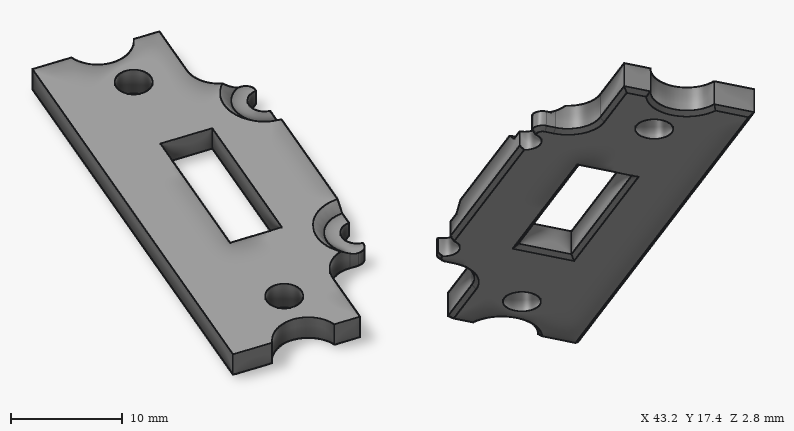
import cadquery as cq

plate_length = 43.2
plate_depth = 17.4
thickness = 2.8
bottom_chamfer = 0.4

SIDES = (-1, 1)

shoulder_y = 12.5
tab_half_width = 12.6
shoulder_radius = 3.1
tab_corner_radius = 0.95

end_notch_radius = 3.25
end_notch_depth = 2.15
end_notch_y = 6.9

hole_diameter = 3.4
hole_x = 16.2
hole_y = 7.5

window_length = 15.0
window_width = 5.1
window_y = 8.7

seat_x = 10.0
seat_y = 17.5
seat_hole_radius = 1.5
seat_floor_radius = 2.95
seat_rim_radius = 3.95
seat_depth = 0.9


def cylinder(x, y, radius):
    """Upright cylinder through the full thickness."""
    return cq.Workplane("XY").center(x, y).circle(radius).extrude(thickness)


def round_corner(blank, x, y, radius):
    """Round the upright edge nearest to (x, y)."""
    nearest = cq.selectors.NearestToPointSelector((x, y, thickness / 2))
    return blank.edges("|Z").edges(nearest).fillet(radius)


def plate_blank():
    """Plate with a narrower rear tab, blended shoulders and rounded tab corners."""
    half_length = plate_length / 2
    blank = (
        cq.Workplane("XY")
        .moveTo(-half_length, 0)
        .lineTo(half_length, 0)
        .lineTo(half_length, shoulder_y)
        .lineTo(tab_half_width, shoulder_y)
        .lineTo(tab_half_width, plate_depth)
        .lineTo(-tab_half_width, plate_depth)
        .lineTo(-tab_half_width, shoulder_y)
        .lineTo(-half_length, shoulder_y)
        .close()
        .extrude(thickness)
    )
    for side in SIDES:
        blank = round_corner(blank, side * tab_half_width, shoulder_y, shoulder_radius)
        blank = round_corner(blank, side * tab_half_width, plate_depth, tab_corner_radius)
    return blank


def cut_end_notches(body):
    """Round bites out of the two plate ends."""
    notch_x = plate_length / 2 + end_notch_radius - end_notch_depth
    for side in SIDES:
        body = body.cut(cylinder(side * notch_x, end_notch_y, end_notch_radius))
    return body


def cut_window(body):
    """Rectangular through opening on the centreline."""
    window = cq.Workplane("XY").center(0, window_y).rect(window_length, window_width).extrude(thickness)
    return body.cut(window)


def cut_screw_holes(body):
    """Plain through holes near the plate ends."""
    for side in SIDES:
        body = body.cut(cylinder(side * hole_x, hole_y, hole_diameter / 2))
    return body


def screw_seat(x):
    """Conical recess sunk from the top face."""
    return (
        cq.Workplane("XY", origin=(x, seat_y, thickness - seat_depth))
        .circle(seat_floor_radius)
        .workplane(offset=seat_depth)
        .circle(seat_rim_radius)
        .loft()
    )


def cut_screw_seats(body):
    """Conical seats with through holes, left open by the rear edge."""
    for side in SIDES:
        body = body.cut(cylinder(side * seat_x, seat_y, seat_hole_radius))
        body = body.cut(screw_seat(side * seat_x))
    return body


body = plate_blank()
body = cut_end_notches(body)
body = cut_window(body)
body = body.faces("<Z").edges().chamfer(bottom_chamfer)
body = cut_screw_holes(body)
result = cut_screw_seats(body)
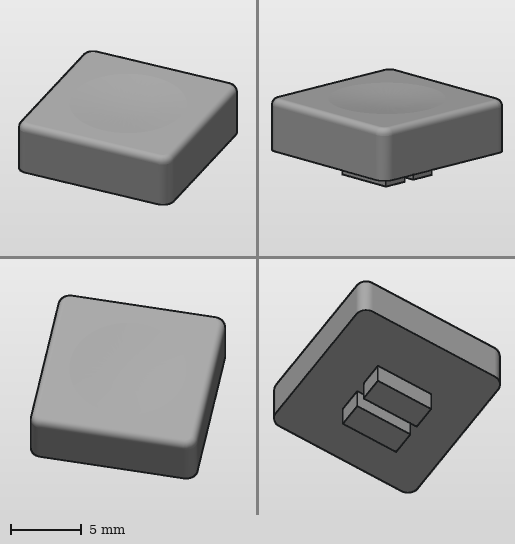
import cadquery as cq

cap_width = 12.0
cap_height = 3.8
corner_radius = 0.83
top_edge_radius = 0.5

dish_diameter = 8.3
dish_depth = 0.2

leg_length = 4.5
leg_span = 4.5
leg_gap = 0.8
leg_height = 1.8


def make_cap():
    """Block with rounded upright corners and a rounded top rim; its base is at Z = 0."""
    block = cq.Workplane("XY").rect(cap_width, cap_width).extrude(cap_height)
    return block.edges("|Z").fillet(corner_radius).faces(">Z").edges().fillet(top_edge_radius)


def make_dish():
    """Sphere that cuts the top face in a circle of the dish diameter."""
    rim_radius = dish_diameter / 2
    sphere_radius = (rim_radius**2 + dish_depth**2) / (2 * dish_depth)
    center_height = cap_height - dish_depth + sphere_radius
    return cq.Workplane("XY").sphere(sphere_radius).translate((0, 0, center_height))


def make_legs():
    """Pair of legs along X, on either side of a central gap."""
    leg_thickness = (leg_span - leg_gap) / 2
    leg_spacing = leg_gap + leg_thickness
    return (
        cq.Workplane("XY")
        .rarray(0.12, leg_spacing, 1, 2)
        .rect(leg_length, leg_thickness)
        .extrude(-leg_height)
    )


result = make_cap().cut(make_dish()).union(make_legs())

Required action. Find the word "nearest" in the entries above, then copy each line that holds it.

Result for this task.
    """Round the upright edge nearest to (x, y)."""
    nearest = cq.selectors.NearestToPointSelector((x, y, thickness / 2))
    return blank.edges("|Z").edges(nearest).fillet(radius)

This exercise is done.